# Data records
_ _ _ _ _
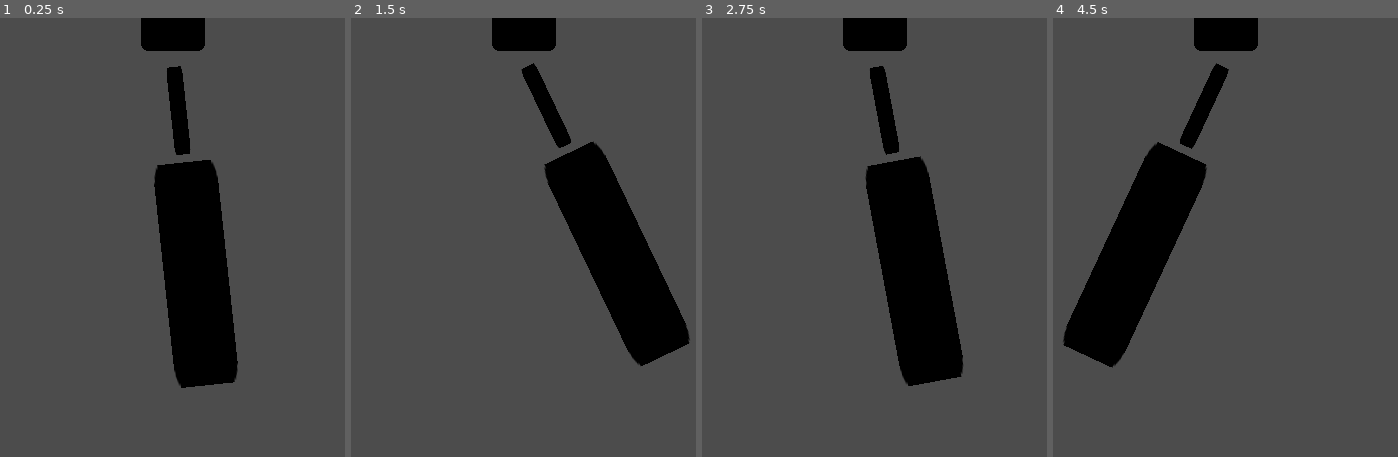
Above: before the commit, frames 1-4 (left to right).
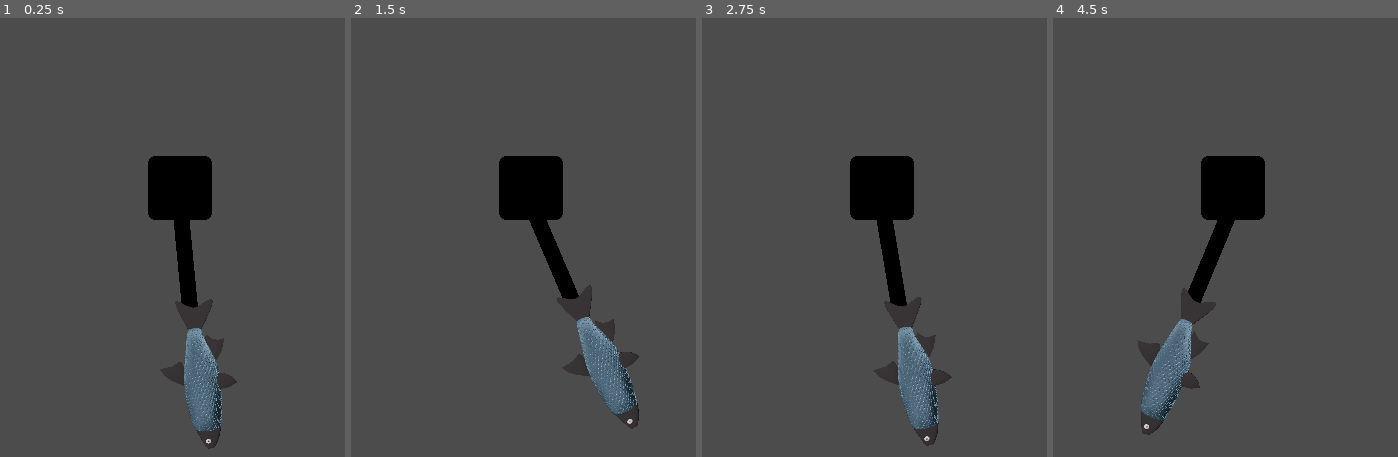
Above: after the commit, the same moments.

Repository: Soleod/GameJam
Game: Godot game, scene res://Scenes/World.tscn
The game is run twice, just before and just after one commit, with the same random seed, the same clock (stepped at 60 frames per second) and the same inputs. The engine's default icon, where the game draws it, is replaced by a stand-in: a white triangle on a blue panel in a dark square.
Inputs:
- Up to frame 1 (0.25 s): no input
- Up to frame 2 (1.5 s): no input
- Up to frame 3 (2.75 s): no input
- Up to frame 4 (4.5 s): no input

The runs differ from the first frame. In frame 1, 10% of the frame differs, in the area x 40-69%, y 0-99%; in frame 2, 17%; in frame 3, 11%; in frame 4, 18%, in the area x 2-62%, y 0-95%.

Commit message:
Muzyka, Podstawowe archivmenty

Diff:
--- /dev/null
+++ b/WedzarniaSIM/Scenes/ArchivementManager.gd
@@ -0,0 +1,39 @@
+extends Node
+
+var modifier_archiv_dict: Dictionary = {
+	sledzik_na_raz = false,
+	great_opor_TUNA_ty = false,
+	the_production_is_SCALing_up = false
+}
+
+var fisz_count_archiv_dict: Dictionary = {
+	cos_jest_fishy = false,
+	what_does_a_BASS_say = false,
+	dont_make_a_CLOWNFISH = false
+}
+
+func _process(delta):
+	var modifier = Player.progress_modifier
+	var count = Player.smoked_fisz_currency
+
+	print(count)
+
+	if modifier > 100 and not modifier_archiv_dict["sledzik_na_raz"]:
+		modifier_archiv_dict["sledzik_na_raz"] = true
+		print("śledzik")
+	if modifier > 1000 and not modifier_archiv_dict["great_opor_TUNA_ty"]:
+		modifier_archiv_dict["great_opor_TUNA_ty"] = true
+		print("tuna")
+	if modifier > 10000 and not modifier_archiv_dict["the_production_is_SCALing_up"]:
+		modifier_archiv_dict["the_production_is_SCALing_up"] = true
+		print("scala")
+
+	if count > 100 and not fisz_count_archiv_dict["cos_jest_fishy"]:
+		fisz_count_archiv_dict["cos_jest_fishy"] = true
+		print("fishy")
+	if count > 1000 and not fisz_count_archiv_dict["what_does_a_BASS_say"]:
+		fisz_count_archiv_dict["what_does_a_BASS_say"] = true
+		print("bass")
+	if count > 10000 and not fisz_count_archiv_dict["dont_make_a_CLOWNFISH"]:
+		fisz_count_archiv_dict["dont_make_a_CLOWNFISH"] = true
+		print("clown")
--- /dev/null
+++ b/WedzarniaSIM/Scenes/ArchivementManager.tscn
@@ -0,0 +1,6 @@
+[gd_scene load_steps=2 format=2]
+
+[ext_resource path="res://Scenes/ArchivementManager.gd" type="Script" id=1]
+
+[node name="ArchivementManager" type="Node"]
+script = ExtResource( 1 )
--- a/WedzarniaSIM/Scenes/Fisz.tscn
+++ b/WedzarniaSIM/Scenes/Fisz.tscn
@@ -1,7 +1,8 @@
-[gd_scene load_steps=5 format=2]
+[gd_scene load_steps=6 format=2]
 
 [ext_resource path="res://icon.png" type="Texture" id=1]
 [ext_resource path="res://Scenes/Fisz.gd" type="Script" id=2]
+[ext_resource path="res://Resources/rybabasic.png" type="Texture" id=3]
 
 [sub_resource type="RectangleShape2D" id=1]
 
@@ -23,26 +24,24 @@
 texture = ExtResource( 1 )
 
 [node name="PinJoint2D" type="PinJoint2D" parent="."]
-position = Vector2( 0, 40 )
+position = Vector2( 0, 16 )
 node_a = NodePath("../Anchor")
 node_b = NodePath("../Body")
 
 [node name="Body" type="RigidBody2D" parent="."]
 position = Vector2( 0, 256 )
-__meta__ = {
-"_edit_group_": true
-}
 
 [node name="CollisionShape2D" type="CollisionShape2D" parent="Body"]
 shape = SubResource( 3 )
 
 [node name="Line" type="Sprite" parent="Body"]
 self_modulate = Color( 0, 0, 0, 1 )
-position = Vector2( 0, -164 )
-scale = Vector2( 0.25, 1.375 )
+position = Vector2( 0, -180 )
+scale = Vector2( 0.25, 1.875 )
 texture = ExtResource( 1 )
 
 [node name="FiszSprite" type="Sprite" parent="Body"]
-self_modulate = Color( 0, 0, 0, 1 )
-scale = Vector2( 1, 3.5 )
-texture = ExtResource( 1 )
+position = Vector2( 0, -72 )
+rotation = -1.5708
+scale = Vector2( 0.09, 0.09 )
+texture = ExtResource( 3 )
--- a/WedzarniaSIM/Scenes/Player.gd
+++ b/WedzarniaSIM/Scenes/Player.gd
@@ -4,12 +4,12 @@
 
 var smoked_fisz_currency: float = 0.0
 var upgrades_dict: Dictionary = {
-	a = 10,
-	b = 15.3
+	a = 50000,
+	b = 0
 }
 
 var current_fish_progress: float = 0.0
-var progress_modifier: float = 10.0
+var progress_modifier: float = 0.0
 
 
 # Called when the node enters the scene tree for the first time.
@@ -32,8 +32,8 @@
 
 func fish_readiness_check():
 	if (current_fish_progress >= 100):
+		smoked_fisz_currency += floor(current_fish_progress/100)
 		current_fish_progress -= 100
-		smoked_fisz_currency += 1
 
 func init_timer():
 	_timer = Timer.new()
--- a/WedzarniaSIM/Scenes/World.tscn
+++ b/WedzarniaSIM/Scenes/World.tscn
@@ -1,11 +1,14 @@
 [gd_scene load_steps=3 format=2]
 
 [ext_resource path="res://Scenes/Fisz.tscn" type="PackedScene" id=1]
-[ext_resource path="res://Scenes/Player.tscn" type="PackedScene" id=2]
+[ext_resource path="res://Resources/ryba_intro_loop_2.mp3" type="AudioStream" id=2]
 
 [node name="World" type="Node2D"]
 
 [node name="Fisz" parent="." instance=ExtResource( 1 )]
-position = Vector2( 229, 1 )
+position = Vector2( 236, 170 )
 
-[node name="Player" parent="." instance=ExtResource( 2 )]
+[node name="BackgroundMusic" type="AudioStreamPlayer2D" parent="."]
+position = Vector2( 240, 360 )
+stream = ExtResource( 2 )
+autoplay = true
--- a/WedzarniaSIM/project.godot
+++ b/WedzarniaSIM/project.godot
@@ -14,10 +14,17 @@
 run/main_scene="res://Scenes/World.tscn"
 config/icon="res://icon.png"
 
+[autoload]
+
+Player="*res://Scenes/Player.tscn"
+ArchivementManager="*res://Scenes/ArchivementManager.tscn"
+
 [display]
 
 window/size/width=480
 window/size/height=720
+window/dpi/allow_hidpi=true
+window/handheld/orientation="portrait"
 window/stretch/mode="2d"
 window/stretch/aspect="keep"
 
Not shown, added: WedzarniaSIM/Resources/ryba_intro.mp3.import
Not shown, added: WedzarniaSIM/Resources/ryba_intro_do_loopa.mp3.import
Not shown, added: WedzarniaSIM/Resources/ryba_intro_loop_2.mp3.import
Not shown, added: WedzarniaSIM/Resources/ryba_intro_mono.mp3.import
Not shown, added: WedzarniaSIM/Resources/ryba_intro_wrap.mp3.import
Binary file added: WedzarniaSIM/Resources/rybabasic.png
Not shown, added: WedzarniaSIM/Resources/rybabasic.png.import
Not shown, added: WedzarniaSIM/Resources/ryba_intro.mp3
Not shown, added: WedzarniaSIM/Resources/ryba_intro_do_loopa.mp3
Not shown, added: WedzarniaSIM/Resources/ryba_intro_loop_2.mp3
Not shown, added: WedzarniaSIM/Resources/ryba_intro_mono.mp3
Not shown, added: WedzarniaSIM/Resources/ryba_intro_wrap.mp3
_ _ _ _ _
# PROBLEM TO WORK ON
Word for word, give the data above again, without any images.

# FINISHED TASK
Above: before the commit, frames 1-4 (left to right).
Above: after the commit, the same moments.

Repository: Soleod/GameJam
Game: Godot game, scene res://Scenes/World.tscn
The game is run twice, just before and just after one commit, with the same random seed, the same clock (stepped at 60 frames per second) and the same inputs. The engine's default icon, where the game draws it, is replaced by a stand-in: a white triangle on a blue panel in a dark square.
Inputs:
- Up to frame 1 (0.25 s): no input
- Up to frame 2 (1.5 s): no input
- Up to frame 3 (2.75 s): no input
- Up to frame 4 (4.5 s): no input

The runs differ from the first frame. In frame 1, 10% of the frame differs, in the area x 40-69%, y 0-99%; in frame 2, 17%; in frame 3, 11%; in frame 4, 18%, in the area x 2-62%, y 0-95%.

Commit message:
Muzyka, Podstawowe archivmenty

Diff:
--- /dev/null
+++ b/WedzarniaSIM/Scenes/ArchivementManager.gd
@@ -0,0 +1,39 @@
+extends Node
+
+var modifier_archiv_dict: Dictionary = {
+	sledzik_na_raz = false,
+	great_opor_TUNA_ty = false,
+	the_production_is_SCALing_up = false
+}
+
+var fisz_count_archiv_dict: Dictionary = {
+	cos_jest_fishy = false,
+	what_does_a_BASS_say = false,
+	dont_make_a_CLOWNFISH = false
+}
+
+func _process(delta):
+	var modifier = Player.progress_modifier
+	var count = Player.smoked_fisz_currency
+
+	print(count)
+
+	if modifier > 100 and not modifier_archiv_dict["sledzik_na_raz"]:
+		modifier_archiv_dict["sledzik_na_raz"] = true
+		print("śledzik")
+	if modifier > 1000 and not modifier_archiv_dict["great_opor_TUNA_ty"]:
+		modifier_archiv_dict["great_opor_TUNA_ty"] = true
+		print("tuna")
+	if modifier > 10000 and not modifier_archiv_dict["the_production_is_SCALing_up"]:
+		modifier_archiv_dict["the_production_is_SCALing_up"] = true
+		print("scala")
+
+	if count > 100 and not fisz_count_archiv_dict["cos_jest_fishy"]:
+		fisz_count_archiv_dict["cos_jest_fishy"] = true
+		print("fishy")
+	if count > 1000 and not fisz_count_archiv_dict["what_does_a_BASS_say"]:
+		fisz_count_archiv_dict["what_does_a_BASS_say"] = true
+		print("bass")
+	if count > 10000 and not fisz_count_archiv_dict["dont_make_a_CLOWNFISH"]:
+		fisz_count_archiv_dict["dont_make_a_CLOWNFISH"] = true
+		print("clown")
--- /dev/null
+++ b/WedzarniaSIM/Scenes/ArchivementManager.tscn
@@ -0,0 +1,6 @@
+[gd_scene load_steps=2 format=2]
+
+[ext_resource path="res://Scenes/ArchivementManager.gd" type="Script" id=1]
+
+[node name="ArchivementManager" type="Node"]
+script = ExtResource( 1 )
--- a/WedzarniaSIM/Scenes/Fisz.tscn
+++ b/WedzarniaSIM/Scenes/Fisz.tscn
@@ -1,7 +1,8 @@
-[gd_scene load_steps=5 format=2]
+[gd_scene load_steps=6 format=2]
 
 [ext_resource path="res://icon.png" type="Texture" id=1]
 [ext_resource path="res://Scenes/Fisz.gd" type="Script" id=2]
+[ext_resource path="res://Resources/rybabasic.png" type="Texture" id=3]
 
 [sub_resource type="RectangleShape2D" id=1]
 
@@ -23,26 +24,24 @@
 texture = ExtResource( 1 )
 
 [node name="PinJoint2D" type="PinJoint2D" parent="."]
-position = Vector2( 0, 40 )
+position = Vector2( 0, 16 )
 node_a = NodePath("../Anchor")
 node_b = NodePath("../Body")
 
 [node name="Body" type="RigidBody2D" parent="."]
 position = Vector2( 0, 256 )
-__meta__ = {
-"_edit_group_": true
-}
 
 [node name="CollisionShape2D" type="CollisionShape2D" parent="Body"]
 shape = SubResource( 3 )
 
 [node name="Line" type="Sprite" parent="Body"]
 self_modulate = Color( 0, 0, 0, 1 )
-position = Vector2( 0, -164 )
-scale = Vector2( 0.25, 1.375 )
+position = Vector2( 0, -180 )
+scale = Vector2( 0.25, 1.875 )
 texture = ExtResource( 1 )
 
 [node name="FiszSprite" type="Sprite" parent="Body"]
-self_modulate = Color( 0, 0, 0, 1 )
-scale = Vector2( 1, 3.5 )
-texture = ExtResource( 1 )
+position = Vector2( 0, -72 )
+rotation = -1.5708
+scale = Vector2( 0.09, 0.09 )
+texture = ExtResource( 3 )
--- a/WedzarniaSIM/Scenes/Player.gd
+++ b/WedzarniaSIM/Scenes/Player.gd
@@ -4,12 +4,12 @@
 
 var smoked_fisz_currency: float = 0.0
 var upgrades_dict: Dictionary = {
-	a = 10,
-	b = 15.3
+	a = 50000,
+	b = 0
 }
 
 var current_fish_progress: float = 0.0
-var progress_modifier: float = 10.0
+var progress_modifier: float = 0.0
 
 
 # Called when the node enters the scene tree for the first time.
@@ -32,8 +32,8 @@
 
 func fish_readiness_check():
 	if (current_fish_progress >= 100):
+		smoked_fisz_currency += floor(current_fish_progress/100)
 		current_fish_progress -= 100
-		smoked_fisz_currency += 1
 
 func init_timer():
 	_timer = Timer.new()
--- a/WedzarniaSIM/Scenes/World.tscn
+++ b/WedzarniaSIM/Scenes/World.tscn
@@ -1,11 +1,14 @@
 [gd_scene load_steps=3 format=2]
 
 [ext_resource path="res://Scenes/Fisz.tscn" type="PackedScene" id=1]
-[ext_resource path="res://Scenes/Player.tscn" type="PackedScene" id=2]
+[ext_resource path="res://Resources/ryba_intro_loop_2.mp3" type="AudioStream" id=2]
 
 [node name="World" type="Node2D"]
 
 [node name="Fisz" parent="." instance=ExtResource( 1 )]
-position = Vector2( 229, 1 )
+position = Vector2( 236, 170 )
 
-[node name="Player" parent="." instance=ExtResource( 2 )]
+[node name="BackgroundMusic" type="AudioStreamPlayer2D" parent="."]
+position = Vector2( 240, 360 )
+stream = ExtResource( 2 )
+autoplay = true
--- a/WedzarniaSIM/project.godot
+++ b/WedzarniaSIM/project.godot
@@ -14,10 +14,17 @@
 run/main_scene="res://Scenes/World.tscn"
 config/icon="res://icon.png"
 
+[autoload]
+
+Player="*res://Scenes/Player.tscn"
+ArchivementManager="*res://Scenes/ArchivementManager.tscn"
+
 [display]
 
 window/size/width=480
 window/size/height=720
+window/dpi/allow_hidpi=true
+window/handheld/orientation="portrait"
 window/stretch/mode="2d"
 window/stretch/aspect="keep"
 
Not shown, added: WedzarniaSIM/Resources/ryba_intro.mp3.import
Not shown, added: WedzarniaSIM/Resources/ryba_intro_do_loopa.mp3.import
Not shown, added: WedzarniaSIM/Resources/ryba_intro_loop_2.mp3.import
Not shown, added: WedzarniaSIM/Resources/ryba_intro_mono.mp3.import
Not shown, added: WedzarniaSIM/Resources/ryba_intro_wrap.mp3.import
Binary file added: WedzarniaSIM/Resources/rybabasic.png
Not shown, added: WedzarniaSIM/Resources/rybabasic.png.import
Not shown, added: WedzarniaSIM/Resources/ryba_intro.mp3
Not shown, added: WedzarniaSIM/Resources/ryba_intro_do_loopa.mp3
Not shown, added: WedzarniaSIM/Resources/ryba_intro_loop_2.mp3
Not shown, added: WedzarniaSIM/Resources/ryba_intro_mono.mp3
Not shown, added: WedzarniaSIM/Resources/ryba_intro_wrap.mp3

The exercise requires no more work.